Milliyet Sanat
Milliyet Sanat » Haberler » Diğer » Efsanesi kaldı ‘Yadigâr’

Efsanesi kaldı ‘Yadigâr’

Efsanesi kaldı ‘Yadigâr’26 Mart 2023 - 12:03
Erhan Tuncer’in “Sokağın Yalnız Çocuğu-Bir Yadigâr Ejder” kitabı sinemamızın gerçek emekçilerinden, “kavgacı” karakter oyuncusunu anlatan “duygusal” bir biyografi…
Müjde Işıl - Sinemaya adanmış bir ömür derler ya… Onunki tam da öyleydi… 40 yıllık ömrünün 20 senesini (küçük yaşta sinema salonlarında çalıştığını da eklersek belki de 30 yılını) sinemaya vermiş… Tam anlamıyla bir emekçi, sevdiği işi yapmış ama bunun keyfini süremeyip cefasını çekmiş; zamanının pek çok meslektaşı gibi… Kendi hayatı da film gibi olanlardan… Sinemanın büyüsüne küçük yaşta kapılıp soluğu İstanbul’daki setlerde alıyor. Ne iş olsa yapıyor, sektörde tutunmak için kendisine “suç geçmişi” yazıyor. Cüneyt Arkın ve Kemal Sunal ile unutulmaz filmlere imza atıyor ama yemediği dayak da kalmıyor. Ve arkasından gelen ağır hastalık süreci… 1991’de yani vefat etmeden hemen önce kendisiyle yapılan röportajda “Dev gibi adamım, çöktüm. Bastığım yer titrerdi, bugün ben titriyorum” diyor.
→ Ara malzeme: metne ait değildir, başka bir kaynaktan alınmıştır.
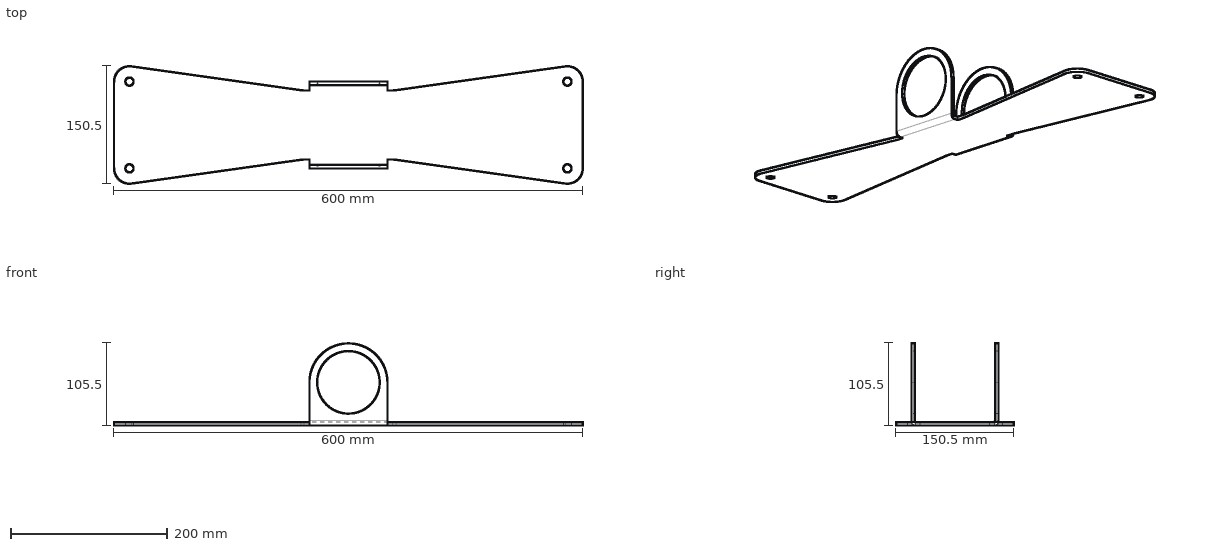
import cadquery as cq
import math

length = 600.0
width = 150.5
thickness = 4.5
corner_radius = 20.0
neck_width = 89.0
neck_half_length = 59.0
neck_blend_radius = 30.0
mount_hole_diameter = 10.0

tab_width = 100.0
tab_span = 111.5
total_height = 105.5
bend_inner_radius = 2.0
ring_hole_diameter = 80.0

corner_x = length / 2 - corner_radius
corner_y = width / 2 - corner_radius

bend_outer_radius = bend_inner_radius + thickness
tab_radius = tab_width / 2
ring_center_z = total_height - tab_radius


def make_plate():
    """Bow-tie plate whose tapered edges run tangent into the rounded corners."""
    run = corner_x - neck_half_length
    rise = corner_y - neck_width / 2
    taper = math.atan2(rise, run) + math.asin(corner_radius / math.hypot(run, rise))
    tangent_x = corner_x - corner_radius * math.sin(taper)
    tangent_y = corner_y + corner_radius * math.cos(taper)
    arc_middle_angle = (taper + math.pi / 2) / 2
    middle_x = corner_x + corner_radius * math.cos(arc_middle_angle)
    middle_y = corner_y + corner_radius * math.sin(arc_middle_angle)

    quarter = (
        cq.Workplane("XY")
        .lineTo(0, neck_width / 2)
        .lineTo(neck_half_length, neck_width / 2)
        .lineTo(tangent_x, tangent_y)
        .threePointArc((middle_x, middle_y), (length / 2, corner_y))
        .lineTo(length / 2, 0)
        .close()
        .extrude(thickness)
    )
    neck_corner = cq.selectors.NearestToPointSelector(
        (neck_half_length, neck_width / 2, thickness / 2)
    )
    quarter = quarter.edges("|Z").edges(neck_corner).fillet(neck_blend_radius)
    half = quarter.union(quarter.mirror("YZ"))
    plate = half.union(half.mirror("XZ"))
    return (
        plate.faces(">Z").workplane(origin=(0, 0, thickness))
        .rect(2 * corner_x, 2 * corner_y, forConstruction=True)
        .vertices()
        .hole(mount_hole_diameter)
    )


def make_tab():
    """Ring tab on the +Y side: flat strip, bend and upright in one profile."""
    outer_y = tab_span / 2
    inner_y = outer_y - thickness
    bend_y = outer_y - bend_outer_radius
    diagonal = math.sqrt(0.5)

    strip = (
        cq.Workplane("YZ")
        .lineTo(bend_y, 0)
        .threePointArc(
            (bend_y + bend_outer_radius * diagonal, bend_outer_radius * (1 - diagonal)),
            (outer_y, bend_outer_radius),
        )
        .lineTo(outer_y, total_height)
        .lineTo(inner_y, total_height)
        .lineTo(inner_y, bend_outer_radius)
        .threePointArc(
            (bend_y + bend_inner_radius * diagonal, bend_outer_radius - bend_inner_radius * diagonal),
            (bend_y, thickness),
        )
        .lineTo(0, thickness)
        .close()
        .extrude(tab_radius, both=True)
    )
    silhouette = (
        cq.Workplane("XZ")
        .moveTo(-tab_radius, 0)
        .lineTo(tab_radius, 0)
        .lineTo(tab_radius, ring_center_z)
        .threePointArc((0, total_height), (-tab_radius, ring_center_z))
        .close()
        .extrude(-tab_span)
    )
    opening = (
        cq.Workplane("XZ")
        .center(0, ring_center_z)
        .circle(ring_hole_diameter / 2)
        .extrude(-tab_span)
    )
    return strip.intersect(silhouette).cut(opening)


tab = make_tab()
result = make_plate().union(tab).union(tab.mirror("XZ")).clean()
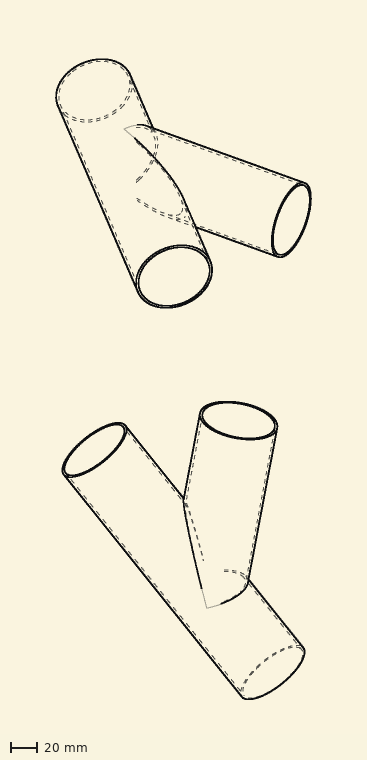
import cadquery as cq
import math

outer_diameter = 60.3
wall = 2.0
run_length = 235.0
branch_angle = 45.0
branch_length = 147.8

outer_radius = outer_diameter / 2
bore_radius = outer_radius - wall
run_start = branch_length - run_length

run_axis = cq.Vector(1, 0, 0)
branch_axis = cq.Vector(
    math.cos(math.radians(branch_angle)),
    math.sin(math.radians(branch_angle)),
    0,
)


def run_cylinder(radius):
    """Solid cylinder along the straight run; the axes cross at the origin."""
    return cq.Workplane(cq.Solid.makeCylinder(radius, run_length, run_axis * run_start, run_axis))


def branch_cylinder(radius):
    """Solid cylinder from the axis crossing out along the branch."""
    return cq.Workplane(cq.Solid.makeCylinder(radius, branch_length, cq.Vector(0, 0, 0), branch_axis))


def tee(radius):
    """Run and branch of one radius joined into a single body."""
    return run_cylinder(radius).union(branch_cylinder(radius))


result = tee(outer_radius).cut(tee(bore_radius))

Kararakteristik yüzü, iri cüssesiyle sinemamızın müstesna oyuncularından Yadigâr Ejder o…
 
Son röportaj
 
Erhan Tuncer, ilk kez 2014’te yayımlanmış “Bir Yadigâr Ejder Kitabı”nı Nemesis Kitap’tan filmografisi ve fotoğrafları güncellenmiş, yeni bir kapak ve yenilenmiş baskısıyla bizlerle buluşturuyor. “Orhan Veli’nin Süleyman Efendisi gibi ‘kendi gidip adı yadigâr kalan’ karakter oyuncularının hikâyesini arıyorum. Birçoklarının ‘figüran’ diyerek köşeye attığı, o birbirinden kıymetli sinema emekçilerinin hikâyelerini, emeklerini arıyorum” diyerek açıklıyor kitabı yazma nedenini. Tuncer şefkatle, vefayla sarıp sarmaladığı Yadigâr Ejder’in biyografisinde önce Yeşilçam’ın kavga sahnelerinin ne kadar zor şartlarda çekildiğini farklı tanıkların ağzından anlatıyor. Sigortasız, zor koşullarda çalışmanın fotoğrafını çekerken daha kitabın başında Ejder’in erken yaşta vefatının nedenlerini açıklıyor bir bakıma. Tutkuyla bağlı olmadan, sevmeden yapılacak iş değil ama Yadigâr Ejder baş koyuyor bu yola. Gerçek ismiyle Adnan Koyun (sonradan Köylüoğlu olarak değiştirmiş aile soyadını) iken kendisine memleketi Sivas’ın meşhur kabadayısının ismini layık görmüş sinemada ne de olsa.
 
Kitapta Ejder’e sinemada seslendirenlerin listesi ve meslektaşlarının anıları gibi araştırma bölümleri de dikkat çekici. Arkadaşları ve meslektaşlarının anlattıklarında onun hem taşı sıkıp suyunu çıkan hem de dış görünüşünün aksine ne kadar yufka yürekli biri olduğu vurgulanıyor. Kitaptaki gazete kupürleri ve fotoğraflar önemli bir arşiv görevi üstleniyor. Kitabın en etkileyici bölümleri ise onunla yapılan son röportaj ve bir de hayali röportaj. Son röportajında oyuncunun sektöre küskünlüğünü ve yılgınlığını okumak yürek dağlıyor. Erhan Tuncer çok sevdiği kahramanının hayal kırıklıklarını birazcık da olsa telafi etmek ister gibi hayali bir röportaj yapıyor Ejder ile. Yine sektörel ve yaşamsal yılgınlık var ama daha umutlu bir söyleşi bu. Gerçek hayattaki mutsuz son yerine daha vefalı bir son; belki de Ejder’in ruhuna biraz da olsa huzur verecek bir son…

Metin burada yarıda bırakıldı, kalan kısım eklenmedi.